>>>>

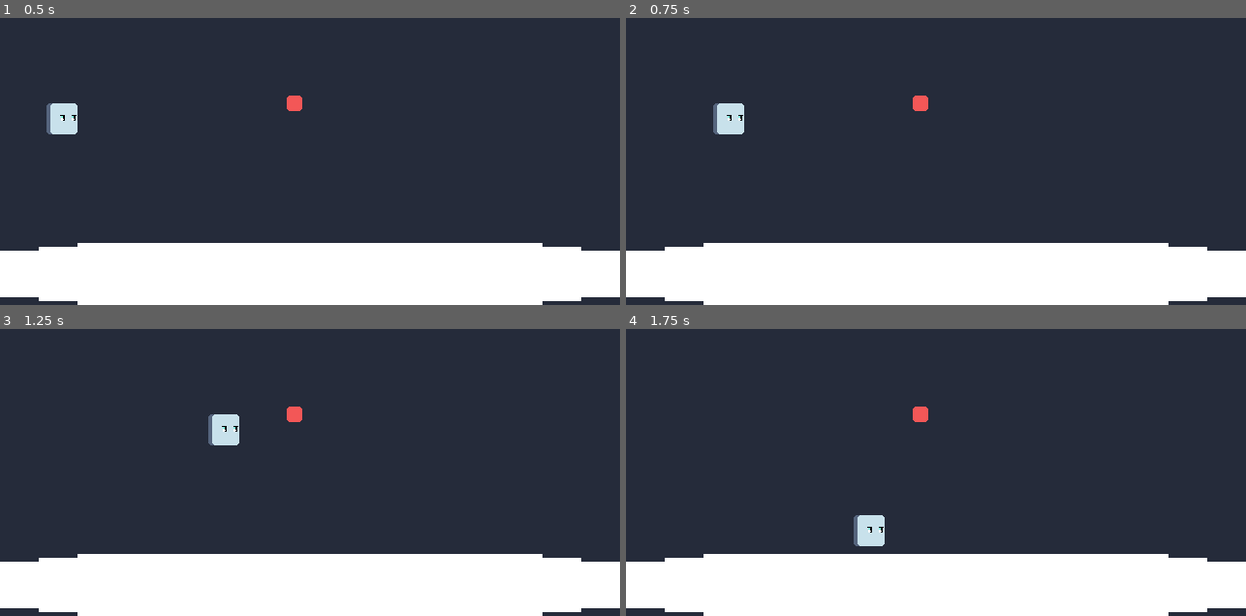
Above: before the commit, frames 1-4 (two rows, left to right).
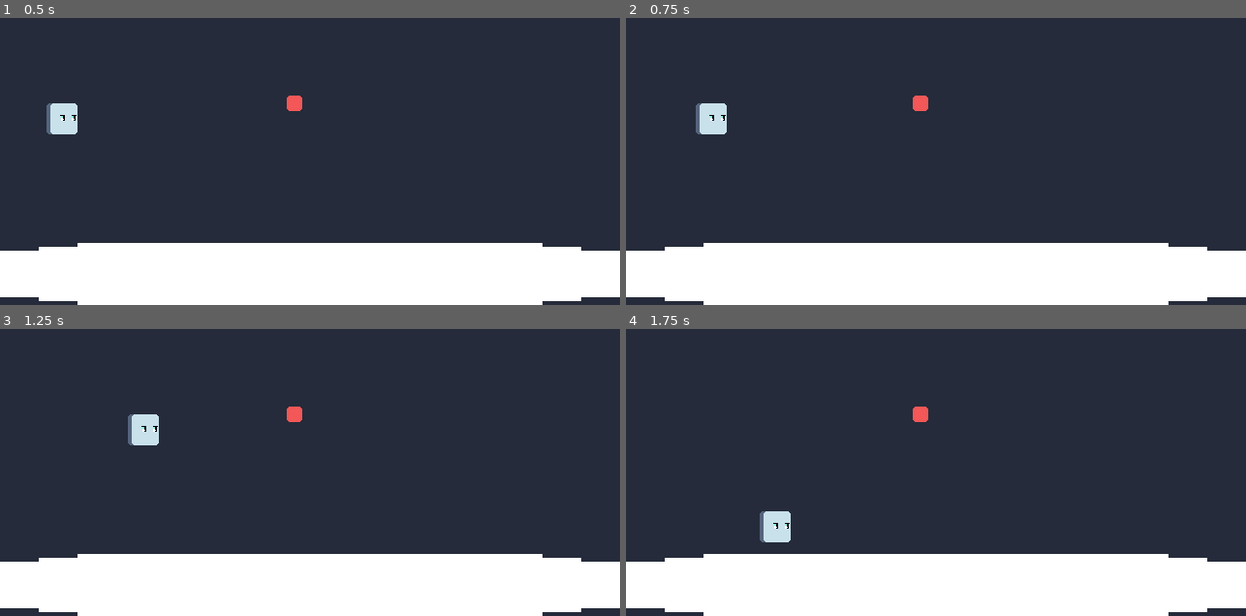
Above: after the commit, the same moments.

Repository: NexusrexDev/Geoshootria
Game: Godot game, scene res://Scenes/Rooms/enemytesting.tscn
Two runs of this game, one before a commit and one after it. Both use one fixed random seed, a clock stepped at 60 frames per second and the inputs below. This scene is started directly instead of the project's main scene.
Inputs:
- Up to frame 1 (0.5 s): no input
- Up to frame 2 (0.75 s): tap Enter (ui_select) at 0.5 s; hold Right (ui_right) from 0.53 s (still down); hold Shift (gp_focus) from 0.53 s (still down)
- Up to frame 3 (1.25 s): keep holding Right (ui_right); keep holding Shift (gp_focus); tap Enter (ui_select) at 0.77 s
- Up to frame 4 (1.75 s): release Right (ui_right) at 1.28 s; release Shift (gp_focus) at 1.28 s; hold Down (ui_down) from 1.28 s (still down); tap Shift (gp_focus) at 1.35 s; tap Enter (ui_select) at 1.52 s

Frame 1 is identical in both runs. In frame 2, 0.7% of the frame differs, in the area x 11-20%, y 29-41%; in frame 3, 1.1%, in the area x 20-39%, y 29-41%; in frame 4, 1.1%.

Commit message:
refactor: Player speed change

Diff:
--- a/Scenes/Rooms/Level.tscn
+++ b/Scenes/Rooms/Level.tscn
@@ -1,11 +1,10 @@
-[gd_scene load_steps=15 format=2]
+[gd_scene load_steps=14 format=2]
 
 [ext_resource path="res://Scenes/Objects/Player.tscn" type="PackedScene" id=1]
 [ext_resource path="res://Scenes/Objects/Visuals/GameBackground.tscn" type="PackedScene" id=2]
+[ext_resource path="res://Assets/Resources/Prototype/pattern_test.tres" type="Resource" id=3]
 [ext_resource path="res://Scenes/Objects/Spawner.tscn" type="PackedScene" id=7]
 [ext_resource path="res://Scenes/Objects/Interfaces/Gameplay/HUD.tscn" type="PackedScene" id=8]
-[ext_resource path="res://Assets/Resources/Prototype/easyPattern_1.tres" type="Resource" id=11]
-[ext_resource path="res://Assets/Resources/Prototype/easyPattern_2.tres" type="Resource" id=12]
 [ext_resource path="res://Scripts/Prototyping/showLane.gd" type="Script" id=14]
 [ext_resource path="res://Scripts/audioReferences.gd" type="Script" id=15]
 [ext_resource path="res://Assets/Animations/GameOver.tres" type="Animation" id=20]
@@ -19,7 +18,7 @@
 tracks/0/interp = 1
 tracks/0/loop_wrap = true
 tracks/0/imported = false
-tracks/0/enabled = true
+tracks/0/enabled = false
 tracks/0/keys = {
 "times": PoolRealArray( 0, 0.5, 1 ),
 "transitions": PoolRealArray( 0.5, -2, 1 ),
@@ -31,7 +30,7 @@
 tracks/1/interp = 1
 tracks/1/loop_wrap = true
 tracks/1/imported = false
-tracks/1/enabled = true
+tracks/1/enabled = false
 tracks/1/keys = {
 "times": PoolRealArray( 1.05 ),
 "transitions": PoolRealArray( 1 ),
@@ -70,13 +69,13 @@
 }
 
 [sub_resource type="RectangleShape2D" id=1]
-extents = Vector2( 320, 32 )
+extents = Vector2( 160, 16 )
 
 [sub_resource type="RectangleShape2D" id=2]
 extents = Vector2( 16, 180 )
 
 [sub_resource type="RectangleShape2D" id=3]
-extents = Vector2( 352, 16 )
+extents = Vector2( 160, 16 )
 
 [sub_resource type="RectangleShape2D" id=4]
 extents = Vector2( 16, 196 )
@@ -91,31 +90,32 @@
 script = ExtResource( 15 )
 
 [node name="Player" parent="." instance=ExtResource( 1 )]
-position = Vector2( -64, 148 )
+position = Vector2( 32, 90 )
+canControl = true
 
 [node name="CollisionLimits" type="StaticBody2D" parent="."]
 
 [node name="CollisionShape2D" type="CollisionShape2D" parent="CollisionLimits"]
-position = Vector2( 320, 328 )
+position = Vector2( 160, 196 )
 shape = SubResource( 1 )
 
 [node name="CollisionShape2D2" type="CollisionShape2D" parent="CollisionLimits"]
-position = Vector2( -16, 180 )
+position = Vector2( -16, 96 )
 shape = SubResource( 2 )
 
 [node name="CollisionShape2D3" type="CollisionShape2D" parent="CollisionLimits"]
-position = Vector2( 656, 180 )
+position = Vector2( 336, 90 )
 shape = SubResource( 2 )
 
 [node name="CollisionShape2D4" type="CollisionShape2D" parent="CollisionLimits"]
-position = Vector2( 320, -16 )
+position = Vector2( 160, 16 )
 shape = SubResource( 3 )
 
 [node name="EnemyLimit" type="Area2D" parent="." groups=["enemyLimit"]]
 
 [node name="CollisionShape2D" type="CollisionShape2D" parent="EnemyLimit"]
 modulate = Color( 0.121569, 0.384314, 0.454902, 1 )
-position = Vector2( -48, 164 )
+position = Vector2( -48, 112 )
 shape = SubResource( 4 )
 
 [node name="ProjLimit" type="Area2D" parent="." groups=["projLimit"]]
@@ -123,7 +123,7 @@
 
 [node name="CollisionShape2D" type="CollisionShape2D" parent="ProjLimit"]
 modulate = Color( 0.121569, 0.384314, 0.454902, 1 )
-position = Vector2( -48, 164 )
+position = Vector2( -336, 104 )
 shape = SubResource( 4 )
 
 [node name="HUD" parent="." instance=ExtResource( 8 )]
@@ -134,7 +134,12 @@
 [node name="GameBackground" parent="." instance=ExtResource( 2 )]
 
 [node name="Spawner" parent="." instance=ExtResource( 7 )]
-easyPatterns = [ ExtResource( 11 ), ExtResource( 12 ) ]
+easyPatterns = [ ExtResource( 3 ) ]
+
+[node name="Camera2D" type="Camera2D" parent="."]
+anchor_mode = 0
+current = true
+zoom = Vector2( 0.5, 0.5 )
 
 [connection signal="death" from="Player" to="HUD" method="gameOver"]
 [connection signal="healthChange" from="Player" to="HUD" method="healthUpdate"]
--- a/Scripts/Player.gd
+++ b/Scripts/Player.gd
@@ -1,9 +1,11 @@
 # Player.gd
 extends KinematicBody2D
 
-# Variables
+# Variable
 var health : int = 3
-export var speed = 250
+export var speed : int = 240
+export var focusSpeed : int = 120
+var isFocus : bool = false
 var motion : Vector2 = Vector2.ZERO
 export var canControl : bool = false
 var lerpValue : float = 20
@@ -29,16 +31,18 @@
 		elif Input.is_action_just_released("gp_shoot"):
 			shootTimer.stop()
 
-func _physics_process(delta):
+func _physics_process(_delta):
 	# Movement
 	if canControl:
-		var x_input = Input.get_action_strength("ui_right") - Input.get_action_strength("ui_left")
-		var y_input = Input.get_action_strength("ui_down") - Input.get_action_strength("ui_up")
-		var input = Vector2(x_input, y_input).normalized()
+		var x_input : float = Input.get_action_strength("ui_right") - Input.get_action_strength("ui_left")
+		var y_input : float = Input.get_action_strength("ui_down") - Input.get_action_strength("ui_up")
+		var input : Vector2 = Vector2(x_input, y_input).normalized()
+		isFocus = Input.get_action_strength("gp_focus")
 
-		motion = motion.linear_interpolate(input, delta * lerpValue)
+		motion = input
 
-	move_and_slide(motion * speed)
+	var focusValue = (int(isFocus) * focusSpeed)
+	move_and_slide(motion * (speed - focusValue))
 
 func shooting():
 	if shootTimer.is_stopped():

<<<<

> [DESCRIPTION OF THE TASK] The entries above need to be output again in full, exactly, and without pictures.

> [TASK OUTPUT]
Above: before the commit, frames 1-4 (two rows, left to right).
Above: after the commit, the same moments.

Repository: NexusrexDev/Geoshootria
Game: Godot game, scene res://Scenes/Rooms/enemytesting.tscn
Two runs of this game, one before a commit and one after it. Both use one fixed random seed, a clock stepped at 60 frames per second and the inputs below. This scene is started directly instead of the project's main scene.
Inputs:
- Up to frame 1 (0.5 s): no input
- Up to frame 2 (0.75 s): tap Enter (ui_select) at 0.5 s; hold Right (ui_right) from 0.53 s (still down); hold Shift (gp_focus) from 0.53 s (still down)
- Up to frame 3 (1.25 s): keep holding Right (ui_right); keep holding Shift (gp_focus); tap Enter (ui_select) at 0.77 s
- Up to frame 4 (1.75 s): release Right (ui_right) at 1.28 s; release Shift (gp_focus) at 1.28 s; hold Down (ui_down) from 1.28 s (still down); tap Shift (gp_focus) at 1.35 s; tap Enter (ui_select) at 1.52 s

Frame 1 is identical in both runs. In frame 2, 0.7% of the frame differs, in the area x 11-20%, y 29-41%; in frame 3, 1.1%, in the area x 20-39%, y 29-41%; in frame 4, 1.1%.

Commit message:
refactor: Player speed change

Diff:
--- a/Scenes/Rooms/Level.tscn
+++ b/Scenes/Rooms/Level.tscn
@@ -1,11 +1,10 @@
-[gd_scene load_steps=15 format=2]
+[gd_scene load_steps=14 format=2]
 
 [ext_resource path="res://Scenes/Objects/Player.tscn" type="PackedScene" id=1]
 [ext_resource path="res://Scenes/Objects/Visuals/GameBackground.tscn" type="PackedScene" id=2]
+[ext_resource path="res://Assets/Resources/Prototype/pattern_test.tres" type="Resource" id=3]
 [ext_resource path="res://Scenes/Objects/Spawner.tscn" type="PackedScene" id=7]
 [ext_resource path="res://Scenes/Objects/Interfaces/Gameplay/HUD.tscn" type="PackedScene" id=8]
-[ext_resource path="res://Assets/Resources/Prototype/easyPattern_1.tres" type="Resource" id=11]
-[ext_resource path="res://Assets/Resources/Prototype/easyPattern_2.tres" type="Resource" id=12]
 [ext_resource path="res://Scripts/Prototyping/showLane.gd" type="Script" id=14]
 [ext_resource path="res://Scripts/audioReferences.gd" type="Script" id=15]
 [ext_resource path="res://Assets/Animations/GameOver.tres" type="Animation" id=20]
@@ -19,7 +18,7 @@
 tracks/0/interp = 1
 tracks/0/loop_wrap = true
 tracks/0/imported = false
-tracks/0/enabled = true
+tracks/0/enabled = false
 tracks/0/keys = {
 "times": PoolRealArray( 0, 0.5, 1 ),
 "transitions": PoolRealArray( 0.5, -2, 1 ),
@@ -31,7 +30,7 @@
 tracks/1/interp = 1
 tracks/1/loop_wrap = true
 tracks/1/imported = false
-tracks/1/enabled = true
+tracks/1/enabled = false
 tracks/1/keys = {
 "times": PoolRealArray( 1.05 ),
 "transitions": PoolRealArray( 1 ),
@@ -70,13 +69,13 @@
 }
 
 [sub_resource type="RectangleShape2D" id=1]
-extents = Vector2( 320, 32 )
+extents = Vector2( 160, 16 )
 
 [sub_resource type="RectangleShape2D" id=2]
 extents = Vector2( 16, 180 )
 
 [sub_resource type="RectangleShape2D" id=3]
-extents = Vector2( 352, 16 )
+extents = Vector2( 160, 16 )
 
 [sub_resource type="RectangleShape2D" id=4]
 extents = Vector2( 16, 196 )
@@ -91,31 +90,32 @@
 script = ExtResource( 15 )
 
 [node name="Player" parent="." instance=ExtResource( 1 )]
-position = Vector2( -64, 148 )
+position = Vector2( 32, 90 )
+canControl = true
 
 [node name="CollisionLimits" type="StaticBody2D" parent="."]
 
 [node name="CollisionShape2D" type="CollisionShape2D" parent="CollisionLimits"]
-position = Vector2( 320, 328 )
+position = Vector2( 160, 196 )
 shape = SubResource( 1 )
 
 [node name="CollisionShape2D2" type="CollisionShape2D" parent="CollisionLimits"]
-position = Vector2( -16, 180 )
+position = Vector2( -16, 96 )
 shape = SubResource( 2 )
 
 [node name="CollisionShape2D3" type="CollisionShape2D" parent="CollisionLimits"]
-position = Vector2( 656, 180 )
+position = Vector2( 336, 90 )
 shape = SubResource( 2 )
 
 [node name="CollisionShape2D4" type="CollisionShape2D" parent="CollisionLimits"]
-position = Vector2( 320, -16 )
+position = Vector2( 160, 16 )
 shape = SubResource( 3 )
 
 [node name="EnemyLimit" type="Area2D" parent="." groups=["enemyLimit"]]
 
 [node name="CollisionShape2D" type="CollisionShape2D" parent="EnemyLimit"]
 modulate = Color( 0.121569, 0.384314, 0.454902, 1 )
-position = Vector2( -48, 164 )
+position = Vector2( -48, 112 )
 shape = SubResource( 4 )
 
 [node name="ProjLimit" type="Area2D" parent="." groups=["projLimit"]]
@@ -123,7 +123,7 @@
 
 [node name="CollisionShape2D" type="CollisionShape2D" parent="ProjLimit"]
 modulate = Color( 0.121569, 0.384314, 0.454902, 1 )
-position = Vector2( -48, 164 )
+position = Vector2( -336, 104 )
 shape = SubResource( 4 )
 
 [node name="HUD" parent="." instance=ExtResource( 8 )]
@@ -134,7 +134,12 @@
 [node name="GameBackground" parent="." instance=ExtResource( 2 )]
 
 [node name="Spawner" parent="." instance=ExtResource( 7 )]
-easyPatterns = [ ExtResource( 11 ), ExtResource( 12 ) ]
+easyPatterns = [ ExtResource( 3 ) ]
+
+[node name="Camera2D" type="Camera2D" parent="."]
+anchor_mode = 0
+current = true
+zoom = Vector2( 0.5, 0.5 )
 
 [connection signal="death" from="Player" to="HUD" method="gameOver"]
 [connection signal="healthChange" from="Player" to="HUD" method="healthUpdate"]
--- a/Scripts/Player.gd
+++ b/Scripts/Player.gd
@@ -1,9 +1,11 @@
 # Player.gd
 extends KinematicBody2D
 
-# Variables
+# Variable
 var health : int = 3
-export var speed = 250
+export var speed : int = 240
+export var focusSpeed : int = 120
+var isFocus : bool = false
 var motion : Vector2 = Vector2.ZERO
 export var canControl : bool = false
 var lerpValue : float = 20
@@ -29,16 +31,18 @@
 		elif Input.is_action_just_released("gp_shoot"):
 			shootTimer.stop()
 
-func _physics_process(delta):
+func _physics_process(_delta):
 	# Movement
 	if canControl:
-		var x_input = Input.get_action_strength("ui_right") - Input.get_action_strength("ui_left")
-		var y_input = Input.get_action_strength("ui_down") - Input.get_action_strength("ui_up")
-		var input = Vector2(x_input, y_input).normalized()
+		var x_input : float = Input.get_action_strength("ui_right") - Input.get_action_strength("ui_left")
+		var y_input : float = Input.get_action_strength("ui_down") - Input.get_action_strength("ui_up")
+		var input : Vector2 = Vector2(x_input, y_input).normalized()
+		isFocus = Input.get_action_strength("gp_focus")
 
-		motion = motion.linear_interpolate(input, delta * lerpValue)
+		motion = input
 
-	move_and_slide(motion * speed)
+	var focusValue = (int(isFocus) * focusSpeed)
+	move_and_slide(motion * (speed - focusValue))
 
 func shooting():
 	if shootTimer.is_stopped():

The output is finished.